Fork me on GitHub

Yes it absolutely does. We will have CPU intensive tasks that take on the order of seconds as processing large images often can. I would be in favor of no timeout assuming the case where a task explodes and takes down a peer is caught another way.


Along with things like training a neural net which can take hours to days, honestly.


I think the ideal model for onyx for us would be more like go blocks than workflows/catalog and such.


Fundamentally if you could use a code transformation to launch a set of tasks on nodes on aws or anywhere that would be the most direct expression of what we want to do.


What I would like most would be if I could write a function taking one more more streams of data and then have the workflow/catalog/lifestyle/flow conditionals automatically generated from this. I could test this processing graph directly locally and then run a transformation and have it run remotely with minimal functional changes.


I know this is a huge stretch and not likely any time soon as it would involve managing jars, launching remote processes and all manner of technical machinations but the important thing to note is that this would enable truly ubiquitous 'cloud' computations where we would easily be able to automate most of our company processes to happen on remote nodes. It would involve for us automating kafka, docker and such so that a user does not see them at all, they just write a function, test it locally and then fire it off.


You could do something like setting the pending-timeout really high and then have a completely external process monitor the cluster replica.
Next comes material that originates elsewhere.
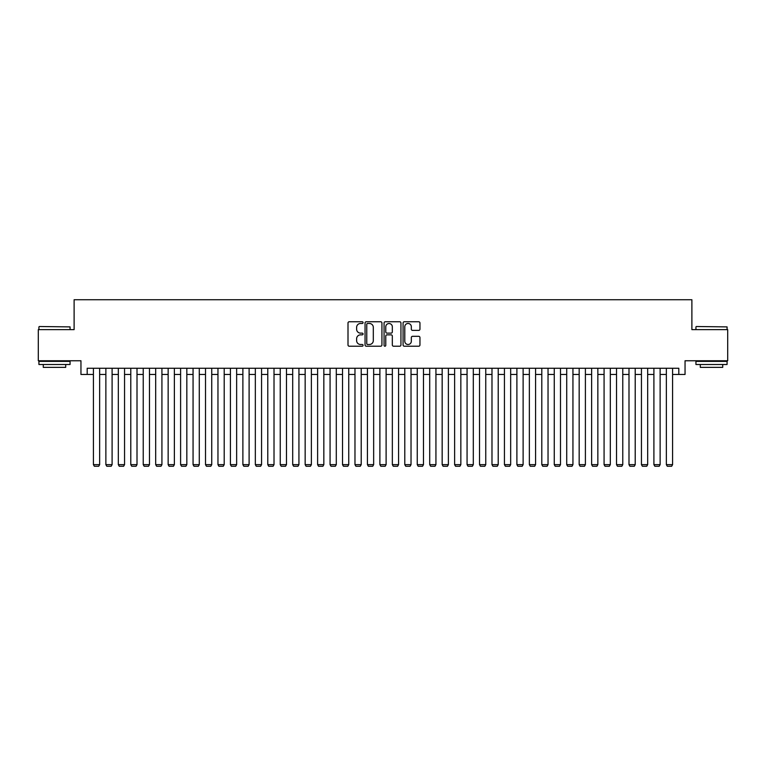 <?xml version="1.0" encoding="UTF-8"?>
<svg xmlns="http://www.w3.org/2000/svg" width="766" height="766" viewBox="0 0 766 766"><rect width="100%" height="100%" fill="white"/><g stroke="black" fill="none" stroke-linecap="round" stroke-linejoin="round"><path stroke-width="1.15" d="M363.074 322.62A0.852 0.852 0 0 0 362.213 321.758L349.229 321.758A1.226 1.226 0 0 0 348.003 322.984L348.003 344.987A1.226 1.226 0 0 0 349.229 346.213L362.213 346.213A0.852 0.852 0 0 0 363.074 345.361A0.852 0.852 0 0 0 362.213 344.499L360.537 344.499A3.916 3.916 0 0 1 356.621 340.592L356.621 338.754A3.916 3.916 0 0 1 360.537 334.847L362.213 334.847A0.852 0.852 0 0 0 363.074 333.986A0.852 0.852 0 0 0 362.213 333.133L360.537 333.133A3.916 3.916 0 0 1 356.621 329.217L356.621 327.388A3.916 3.916 0 0 1 360.537 323.472L362.213 323.472A0.852 0.852 0 0 0 363.074 322.62M418.734 330.385A1.226 1.226 0 0 0 419.95 329.16L419.95 322.984A1.226 1.226 0 0 0 418.734 321.758L404.304 321.758A1.226 1.226 0 0 0 403.079 322.984L403.079 344.987A1.226 1.226 0 0 0 404.304 346.213L418.734 346.213A1.226 1.226 0 0 0 419.95 344.987L419.95 337.538A1.226 1.226 0 0 0 418.734 336.312L412.558 336.312A1.226 1.226 0 0 0 411.332 337.538L411.332 341.234A3.275 3.275 0 0 1 408.067 344.499A3.275 3.275 0 0 1 404.793 341.234L404.793 326.747A3.275 3.275 0 0 1 408.067 323.472A3.275 3.275 0 0 1 411.332 326.747L411.332 329.16A1.226 1.226 0 0 0 412.558 330.385L418.734 330.385M87.19 374.469L87.19 368.245L678.81 368.245L678.81 374.469L685.043 374.469L685.043 360.767L727.7 360.767L727.7 329.629L691.889 329.629L691.889 299.736L74.111 299.736L74.111 329.629L38.3 329.629L38.3 360.767L80.957 360.767L80.957 374.469L93.414 374.469M381.928 322.984A1.226 1.226 0 0 0 380.712 321.758L366.282 321.758A1.226 1.226 0 0 0 365.056 322.984L365.056 344.987A1.226 1.226 0 0 0 366.282 346.213L380.712 346.213A1.226 1.226 0 0 0 381.928 344.987L381.928 322.984M385.288 321.758L399.718 321.758A1.226 1.226 0 0 1 400.944 322.984L400.944 344.987A1.226 1.226 0 0 1 399.718 346.213L393.542 346.213A1.226 1.226 0 0 1 392.326 344.987L392.326 336.063A1.226 1.226 0 0 0 391.1 334.847L387.002 334.847A1.226 1.226 0 0 0 385.777 336.063L385.777 345.361A0.852 0.852 0 0 1 384.925 346.213A0.852 0.852 0 0 1 384.072 345.361L384.072 322.984A1.226 1.226 0 0 1 385.288 321.758M99.647 374.469L105.871 374.469M112.095 374.469L118.328 374.469M124.552 374.469L130.785 374.469M137.009 374.469L143.232 374.469M149.466 374.469L155.69 374.469M161.923 374.469L168.147 374.469M174.37 374.469L180.604 374.469M186.827 374.469L193.061 374.469M199.284 374.469L205.508 374.469M211.742 374.469L217.965 374.469M224.199 374.469L230.422 374.469M236.646 374.469L242.879 374.469M249.103 374.469L255.337 374.469M261.56 374.469L267.784 374.469M274.017 374.469L280.241 374.469M286.474 374.469L292.698 374.469M298.931 374.469L305.155 374.469M311.379 374.469L317.612 374.469M323.836 374.469L330.069 374.469M336.293 374.469L342.517 374.469M348.75 374.469L354.974 374.469M361.207 374.469L367.431 374.469M373.655 374.469L379.888 374.469M386.112 374.469L392.345 374.469M398.569 374.469L404.793 374.469M411.026 374.469L417.25 374.469M423.483 374.469L429.707 374.469M435.931 374.469L442.164 374.469M448.388 374.469L454.621 374.469M460.845 374.469L467.069 374.469M473.302 374.469L479.526 374.469M485.759 374.469L491.983 374.469M498.216 374.469L504.44 374.469M510.663 374.469L516.897 374.469M523.121 374.469L529.354 374.469M535.578 374.469L541.801 374.469M548.035 374.469L554.258 374.469M560.492 374.469L566.716 374.469M572.939 374.469L579.173 374.469M585.396 374.469L591.63 374.469M597.853 374.469L604.077 374.469M610.31 374.469L616.534 374.469M622.768 374.469L628.991 374.469M635.215 374.469L641.448 374.469M647.672 374.469L653.905 374.469M660.129 374.469L666.353 374.469M672.586 374.469L678.81 374.469M367.623 323.472A0.852 0.852 0 0 0 366.77 324.334L366.77 343.647A0.852 0.852 0 0 0 367.623 344.499L369.404 344.499A3.916 3.916 0 0 0 373.31 340.592L373.31 327.388A3.916 3.916 0 0 0 369.404 323.472L367.623 323.472M392.326 326.804A3.275 3.275 0 0 0 389.051 323.539A3.275 3.275 0 0 0 385.777 326.804L385.777 331.908A1.226 1.226 0 0 0 387.002 333.133L391.1 333.133A1.226 1.226 0 0 0 392.326 331.908L392.326 326.804M99.647 368.245L99.647 464.646L93.414 464.646L93.414 368.245M99.647 464.646L98.709 466.264L94.352 466.264L93.414 464.646M39.296 326.517L70.06 326.89L39.296 326.517M54.491 364.501L38.922 364.501L38.922 361.389L70.06 361.389L70.06 364.501L54.491 364.501M65.704 364.501L65.704 367.364L43.279 367.364L43.279 364.501M696.313 326.517L727.078 326.89L696.313 326.517M711.509 364.501L695.94 364.501L695.94 361.389L727.078 361.389L727.078 364.501L711.509 364.501M722.721 364.501L722.721 367.364L700.296 367.364L700.296 364.501M112.095 368.245L112.095 464.646L105.871 464.646L105.871 368.245M112.095 464.646L111.166 466.264L106.8 466.264L105.871 464.646M124.552 368.245L124.552 464.646L118.328 464.646L118.328 368.245M124.552 464.646L123.623 466.264L119.257 466.264L118.328 464.646M137.009 368.245L137.009 464.646L130.785 464.646L130.785 368.245M137.009 464.646L136.07 466.264L131.714 466.264L130.785 464.646M149.466 368.245L149.466 464.646L143.232 464.646L143.232 368.245M149.466 464.646L148.527 466.264L144.171 466.264L143.232 464.646M161.923 368.245L161.923 464.646L155.69 464.646L155.69 368.245M161.923 464.646L160.984 466.264L156.628 466.264L155.69 464.646M174.37 368.245L174.37 464.646L168.147 464.646L168.147 368.245M174.37 464.646L173.442 466.264L169.085 466.264L168.147 464.646M186.827 368.245L186.827 464.646L180.604 464.646L180.604 368.245M186.827 464.646L185.899 466.264L181.532 466.264L180.604 464.646M199.284 368.245L199.284 464.646L193.061 464.646L193.061 368.245M199.284 464.646L198.346 466.264L193.989 466.264L193.061 464.646M211.742 368.245L211.742 464.646L205.508 464.646L205.508 368.245M211.742 464.646L210.803 466.264L206.447 466.264L205.508 464.646M224.199 368.245L224.199 464.646L217.965 464.646L217.965 368.245M224.199 464.646L223.26 466.264L218.904 466.264L217.965 464.646M236.646 368.245L236.646 464.646L230.422 464.646L230.422 368.245M236.646 464.646L235.717 466.264L231.361 466.264L230.422 464.646M249.103 368.245L249.103 464.646L242.879 464.646L242.879 368.245M249.103 464.646L248.174 466.264L243.808 466.264L242.879 464.646M261.56 368.245L261.56 464.646L255.337 464.646L255.337 368.245M261.56 464.646L260.632 466.264L256.265 466.264L255.337 464.646M274.017 368.245L274.017 464.646L267.784 464.646L267.784 368.245M274.017 464.646L273.079 466.264L268.722 466.264L267.784 464.646M286.474 368.245L286.474 464.646L280.241 464.646L280.241 368.245M286.474 464.646L285.536 466.264L281.179 466.264L280.241 464.646M298.931 368.245L298.931 464.646L292.698 464.646L292.698 368.245M298.931 464.646L297.993 466.264L293.637 466.264L292.698 464.646M311.379 368.245L311.379 464.646L305.155 464.646L305.155 368.245M311.379 464.646L310.45 466.264L306.084 466.264L305.155 464.646M323.836 368.245L323.836 464.646L317.612 464.646L317.612 368.245M323.836 464.646L322.907 466.264L318.541 466.264L317.612 464.646M336.293 368.245L336.293 464.646L330.069 464.646L330.069 368.245M336.293 464.646L335.355 466.264L330.998 466.264L330.069 464.646M348.75 368.245L348.75 464.646L342.517 464.646L342.517 368.245M348.75 464.646L347.812 466.264L343.455 466.264L342.517 464.646M361.207 368.245L361.207 464.646L354.974 464.646L354.974 368.245M361.207 464.646L360.269 466.264L355.912 466.264L354.974 464.646M373.655 368.245L373.655 464.646L367.431 464.646L367.431 368.245M373.655 464.646L372.726 466.264L368.369 466.264L367.431 464.646M386.112 368.245L386.112 464.646L379.888 464.646L379.888 368.245M386.112 464.646L385.183 466.264L380.817 466.264L379.888 464.646M398.569 368.245L398.569 464.646L392.345 464.646L392.345 368.245M398.569 464.646L397.631 466.264L393.274 466.264L392.345 464.646M411.026 368.245L411.026 464.646L404.793 464.646L404.793 368.245M411.026 464.646L410.088 466.264L405.731 466.264L404.793 464.646M423.483 368.245L423.483 464.646L417.25 464.646L417.25 368.245M423.483 464.646L422.545 466.264L418.188 466.264L417.25 464.646M435.931 368.245L435.931 464.646L429.707 464.646L429.707 368.245M435.931 464.646L435.002 466.264L430.645 466.264L429.707 464.646M448.388 368.245L448.388 464.646L442.164 464.646L442.164 368.245M448.388 464.646L447.459 466.264L443.093 466.264L442.164 464.646M460.845 368.245L460.845 464.646L454.621 464.646L454.621 368.245M460.845 464.646L459.916 466.264L455.55 466.264L454.621 464.646M473.302 368.245L473.302 464.646L467.069 464.646L467.069 368.245M473.302 464.646L472.363 466.264L468.007 466.264L467.069 464.646M485.759 368.245L485.759 464.646L479.526 464.646L479.526 368.245M485.759 464.646L484.821 466.264L480.464 466.264L479.526 464.646M498.216 368.245L498.216 464.646L491.983 464.646L491.983 368.245M498.216 464.646L497.278 466.264L492.921 466.264L491.983 464.646M510.663 368.245L510.663 464.646L504.44 464.646L504.44 368.245M510.663 464.646L509.735 466.264L505.368 466.264L504.44 464.646M523.121 368.245L523.121 464.646L516.897 464.646L516.897 368.245M523.121 464.646L522.192 466.264L517.826 466.264L516.897 464.646M535.578 368.245L535.578 464.646L529.354 464.646L529.354 368.245M535.578 464.646L534.639 466.264L530.283 466.264L529.354 464.646M548.035 368.245L548.035 464.646L541.801 464.646L541.801 368.245M548.035 464.646L547.096 466.264L542.74 466.264L541.801 464.646M560.492 368.245L560.492 464.646L554.258 464.646L554.258 368.245M560.492 464.646L559.553 466.264L555.197 466.264L554.258 464.646M572.939 368.245L572.939 464.646L566.716 464.646L566.716 368.245M572.939 464.646L572.01 466.264L567.654 466.264L566.716 464.646M585.396 368.245L585.396 464.646L579.173 464.646L579.173 368.245M585.396 464.646L584.468 466.264L580.101 466.264L579.173 464.646M597.853 368.245L597.853 464.646L591.63 464.646L591.63 368.245M597.853 464.646L596.915 466.264L592.558 466.264L591.63 464.646M610.31 368.245L610.31 464.646L604.077 464.646L604.077 368.245M610.31 464.646L609.372 466.264L605.016 466.264L604.077 464.646M622.768 368.245L622.768 464.646L616.534 464.646L616.534 368.245M622.768 464.646L621.829 466.264L617.473 466.264L616.534 464.646M635.215 368.245L635.215 464.646L628.991 464.646L628.991 368.245M635.215 464.646L634.286 466.264L629.93 466.264L628.991 464.646M647.672 368.245L647.672 464.646L641.448 464.646L641.448 368.245M647.672 464.646L646.743 466.264L642.377 466.264L641.448 464.646M660.129 368.245L660.129 464.646L653.905 464.646L653.905 368.245M660.129 464.646L659.2 466.264L654.834 466.264L653.905 464.646M672.586 368.245L672.586 464.646L666.353 464.646L666.353 368.245M672.586 464.646L671.648 466.264L667.291 466.264L666.353 464.646M38.922 329.629L38.922 326.89M46.027 361.389L46.027 360.767M62.965 361.389L62.965 360.767M70.06 329.629L70.06 326.89M695.94 329.629L695.94 326.89M703.035 361.389L703.035 360.767M719.973 361.389L719.973 360.767M727.078 329.629L727.078 326.89"/></g></svg>

If a peer goes down then you will be able to detect it and kill the job (assuming it should be re-run)


But I can’t say whether that’s a good idea or not


The monitoring the logs would tell us if a peer went down most if time I think.


@chrisn: Will think over how best to do what you're asking. That moves very far away from the model Onyx offers though.


Yes and I am not an expert in this area at all so I don't mean to come in and say something arrogant.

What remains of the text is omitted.